How old are you? You are still an employee and my guess is you are over 35? I started my own biz at 22.

Not likely to need a wheelchair soon. I can go out the door right now and run 6, 7 plus minute miles and do often.

I am very content with the "rate my business is going". I have more equipment than national franchise companies, got mass wealthy clients, makes gobs of money and............still GET to climb. Numbnuts like you hate climbing, prob get pushed around by the foreman and come on the forum and take your inadaquacies out on posters. You are the grumpiest poster I have ever run into on any of the major forums.

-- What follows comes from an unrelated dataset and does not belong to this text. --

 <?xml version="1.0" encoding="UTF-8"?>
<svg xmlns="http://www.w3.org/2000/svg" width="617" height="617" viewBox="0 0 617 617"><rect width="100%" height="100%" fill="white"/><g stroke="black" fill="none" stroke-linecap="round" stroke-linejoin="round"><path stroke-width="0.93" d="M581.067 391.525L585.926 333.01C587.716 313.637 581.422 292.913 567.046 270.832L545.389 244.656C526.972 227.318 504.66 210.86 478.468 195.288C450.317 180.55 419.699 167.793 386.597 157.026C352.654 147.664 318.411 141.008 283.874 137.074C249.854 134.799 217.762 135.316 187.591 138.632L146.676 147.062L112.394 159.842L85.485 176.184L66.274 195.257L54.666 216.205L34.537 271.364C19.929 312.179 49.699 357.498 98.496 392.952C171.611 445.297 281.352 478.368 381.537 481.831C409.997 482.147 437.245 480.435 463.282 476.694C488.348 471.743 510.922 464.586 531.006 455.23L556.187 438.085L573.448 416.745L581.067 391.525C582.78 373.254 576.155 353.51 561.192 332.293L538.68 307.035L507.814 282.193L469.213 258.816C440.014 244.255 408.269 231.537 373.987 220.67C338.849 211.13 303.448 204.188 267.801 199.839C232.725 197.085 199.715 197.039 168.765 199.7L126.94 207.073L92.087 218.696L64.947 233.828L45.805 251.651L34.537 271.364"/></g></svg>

> In my opinion if im climbing in my fifties, I made some poor decisions along the way


.

proves above point. 

I have to admit I prob am a bit of a physical freak. At least that is what 30 year olds say that I play racquetball with....but I have made myself this mostly (that and being a treeman).



> A very wise climber told me this is a young mans game and i agree. If im not running a successful tree service in my fifties ,at minimum Ill be supervising one, definitely not climbing


.

I am "running a successful tree service" and have been for 40 years. Live in a $400,000 plus house, drive a new one ton silverado, bought the wife a new BMW 3 series all wheel drive station wagon, have tons of toys, put 3 kids through college, live in an exclusive neighborhood in a upper middle class town. All this with just me and 1 groundman.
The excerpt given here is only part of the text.